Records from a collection
- - -

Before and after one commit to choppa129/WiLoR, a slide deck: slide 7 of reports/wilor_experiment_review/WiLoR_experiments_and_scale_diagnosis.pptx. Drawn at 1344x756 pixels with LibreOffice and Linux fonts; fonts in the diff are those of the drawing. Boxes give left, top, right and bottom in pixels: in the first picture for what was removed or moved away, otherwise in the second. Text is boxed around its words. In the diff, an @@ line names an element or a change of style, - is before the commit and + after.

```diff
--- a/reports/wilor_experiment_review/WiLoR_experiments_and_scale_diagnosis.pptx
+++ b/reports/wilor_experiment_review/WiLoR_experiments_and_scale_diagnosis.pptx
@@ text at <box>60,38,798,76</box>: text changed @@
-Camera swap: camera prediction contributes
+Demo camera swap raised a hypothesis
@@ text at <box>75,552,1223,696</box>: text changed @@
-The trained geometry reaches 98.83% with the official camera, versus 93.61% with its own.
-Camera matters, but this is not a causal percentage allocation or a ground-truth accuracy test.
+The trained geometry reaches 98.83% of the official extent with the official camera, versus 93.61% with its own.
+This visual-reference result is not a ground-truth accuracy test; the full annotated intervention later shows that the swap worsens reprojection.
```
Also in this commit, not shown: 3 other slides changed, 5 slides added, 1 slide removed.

- - -

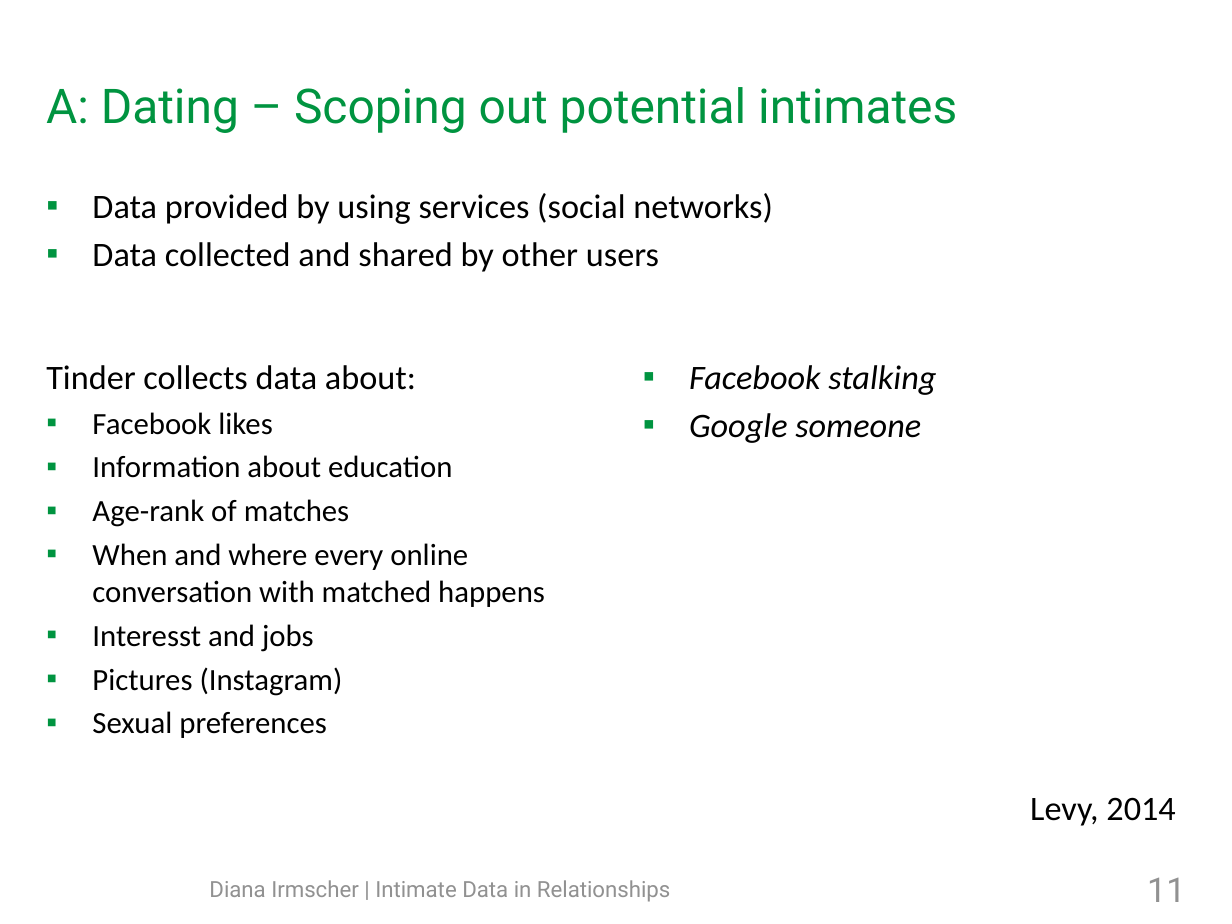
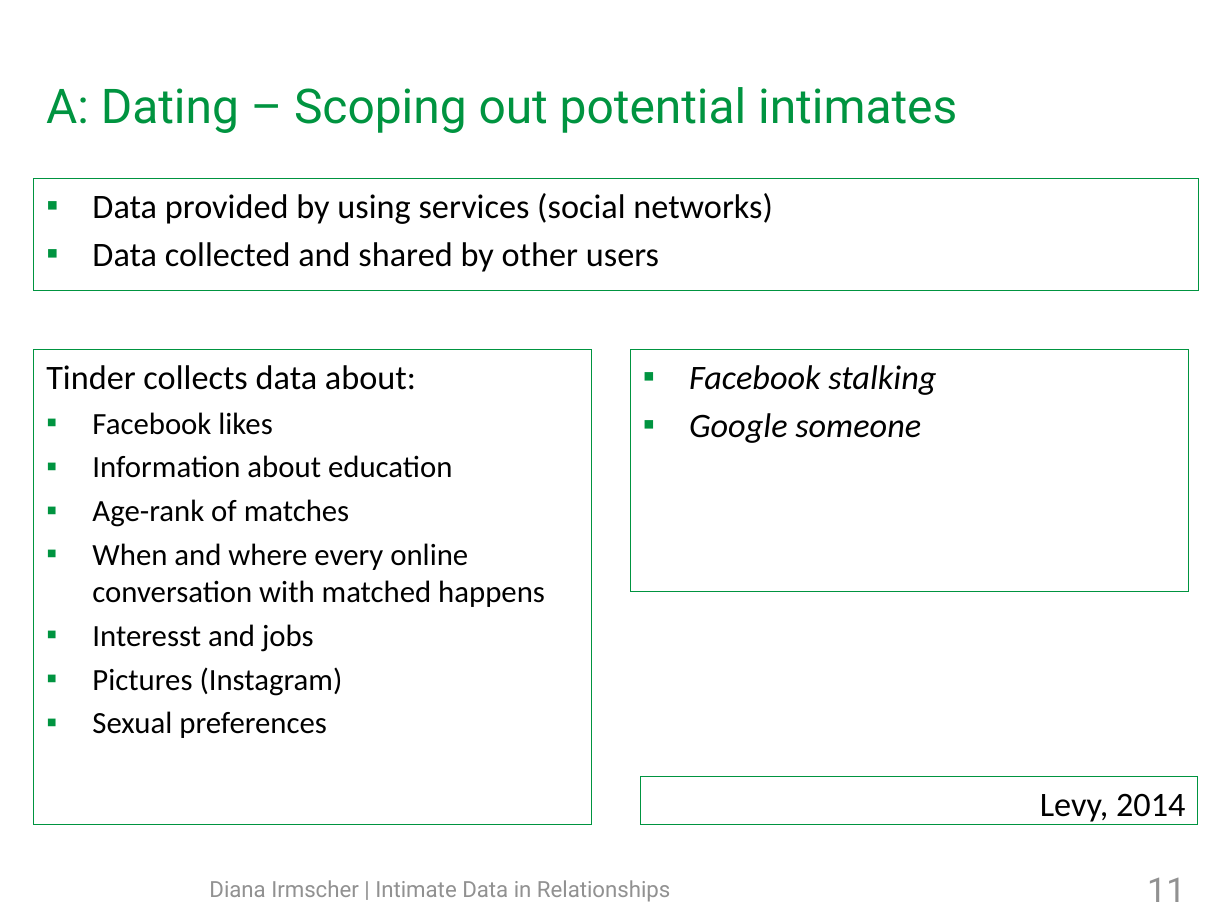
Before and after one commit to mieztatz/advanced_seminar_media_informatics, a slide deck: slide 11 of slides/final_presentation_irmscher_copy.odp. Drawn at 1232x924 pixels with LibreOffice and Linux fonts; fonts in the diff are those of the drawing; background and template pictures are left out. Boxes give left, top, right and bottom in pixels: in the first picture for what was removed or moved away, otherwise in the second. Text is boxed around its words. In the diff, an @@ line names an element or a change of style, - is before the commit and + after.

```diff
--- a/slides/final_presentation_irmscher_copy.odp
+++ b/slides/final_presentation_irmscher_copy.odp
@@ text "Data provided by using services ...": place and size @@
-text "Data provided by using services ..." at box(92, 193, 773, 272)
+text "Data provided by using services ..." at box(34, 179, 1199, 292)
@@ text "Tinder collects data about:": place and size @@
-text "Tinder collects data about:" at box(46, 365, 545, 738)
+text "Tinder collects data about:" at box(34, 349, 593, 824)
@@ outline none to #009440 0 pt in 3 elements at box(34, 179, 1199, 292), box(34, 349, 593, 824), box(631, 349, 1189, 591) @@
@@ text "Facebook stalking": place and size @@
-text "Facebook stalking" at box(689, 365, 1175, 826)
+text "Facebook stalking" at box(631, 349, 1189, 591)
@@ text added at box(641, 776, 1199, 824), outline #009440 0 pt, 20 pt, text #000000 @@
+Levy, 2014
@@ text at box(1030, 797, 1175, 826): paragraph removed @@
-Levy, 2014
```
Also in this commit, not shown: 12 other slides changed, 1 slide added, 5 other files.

- - -

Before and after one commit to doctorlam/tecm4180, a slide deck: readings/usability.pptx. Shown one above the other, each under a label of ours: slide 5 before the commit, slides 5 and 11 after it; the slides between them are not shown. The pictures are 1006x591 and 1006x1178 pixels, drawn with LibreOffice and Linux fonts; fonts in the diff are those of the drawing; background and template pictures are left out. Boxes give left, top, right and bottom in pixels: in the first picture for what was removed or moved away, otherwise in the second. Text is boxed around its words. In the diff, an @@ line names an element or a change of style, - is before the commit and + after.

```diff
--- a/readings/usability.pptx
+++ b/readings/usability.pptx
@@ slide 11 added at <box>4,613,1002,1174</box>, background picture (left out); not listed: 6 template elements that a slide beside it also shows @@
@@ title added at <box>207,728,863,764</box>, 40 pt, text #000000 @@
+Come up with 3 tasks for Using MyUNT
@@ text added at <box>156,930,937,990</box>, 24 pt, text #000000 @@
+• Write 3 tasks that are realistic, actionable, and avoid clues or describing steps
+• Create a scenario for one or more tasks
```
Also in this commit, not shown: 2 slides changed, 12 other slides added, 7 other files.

- - -

◆ **Exercise aim**
Read the entries and show each line that mentions "shows".

◆ **Result for this exercise**
+This visual-reference result is not a ground-truth accuracy test; the full annotated intervention later shows that the swap worsens reprojection.
@@ slide 11 added at <box>4,613,1002,1174</box>, background picture (left out); not listed: 6 template elements that a slide beside it also shows @@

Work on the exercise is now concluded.